# A few things I've made recently



## Rorban1 (Feb 24, 2015)

I've been recently getting heavy into using hand tools so here are a few things I've made. One is a walnut and maple cutting board given to my brother in law for Christmas. Another is an oak dovetail box. And then there is the beer tote I made to benefit my daughters school through silent auction.

Reactions: Like 9 | EyeCandy! 1 | Way Cool 4


----------



## manbuckwal (Feb 24, 2015)

Nice work ! I like the beer tote

Reactions: Agree 1


----------



## Tclem (Feb 24, 2015)

Awesome work


----------



## Jack "Pappy" Lewis (Feb 27, 2015)

really nice and clean work!


----------



## ironman123 (Feb 28, 2015)

Great looking items. very good work.


----------



## barry richardson (Feb 28, 2015)

Very nice work Ryan, that beer tote is a neat idea...


----------



## BCwoodcarver (Mar 9, 2015)

loved the beer tote ,nice finish and the soft edges.


----------



## ripjack13 (Mar 14, 2015)

A beer tote.....now that is a neat idea.
Nice stuff!


----------



## Tony (Mar 14, 2015)

Love the beer tote!

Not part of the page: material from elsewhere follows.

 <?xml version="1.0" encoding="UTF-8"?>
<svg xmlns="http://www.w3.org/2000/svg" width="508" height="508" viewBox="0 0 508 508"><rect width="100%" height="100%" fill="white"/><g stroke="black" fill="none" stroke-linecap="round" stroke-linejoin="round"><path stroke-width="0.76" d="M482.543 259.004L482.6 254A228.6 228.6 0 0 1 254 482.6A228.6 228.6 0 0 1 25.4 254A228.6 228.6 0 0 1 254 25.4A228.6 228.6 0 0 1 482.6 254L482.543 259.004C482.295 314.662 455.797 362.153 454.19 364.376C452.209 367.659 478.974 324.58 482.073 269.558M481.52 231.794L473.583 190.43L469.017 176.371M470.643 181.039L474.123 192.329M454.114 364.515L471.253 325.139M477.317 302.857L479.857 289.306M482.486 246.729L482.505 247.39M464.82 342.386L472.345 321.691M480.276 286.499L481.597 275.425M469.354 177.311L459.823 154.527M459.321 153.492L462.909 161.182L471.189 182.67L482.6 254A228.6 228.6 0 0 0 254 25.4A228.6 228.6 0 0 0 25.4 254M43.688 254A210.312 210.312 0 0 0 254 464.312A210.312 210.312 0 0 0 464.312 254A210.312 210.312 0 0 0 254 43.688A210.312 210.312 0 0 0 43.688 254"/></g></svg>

Beautiful and functional for a great purpose! Tony


----------



## Rorban1 (Mar 22, 2015)

Thanks all! Making the tote was pretty fun but tested my skills. Blonde shellac was brushed on, buffed out and waxed. It was originally intended as a christmas gift but I didn't finish on time.


----------



## gimpy (Apr 7, 2015)

Nice work, looks like your gonna need a bigger shop.......lol......that is how the bug starts


----------



## NeilYeag (Apr 7, 2015)

I am going to make the beer tote. But a BIGGER version for sure. Maybe with an integrated bottle opener and cap disposal tray !


----------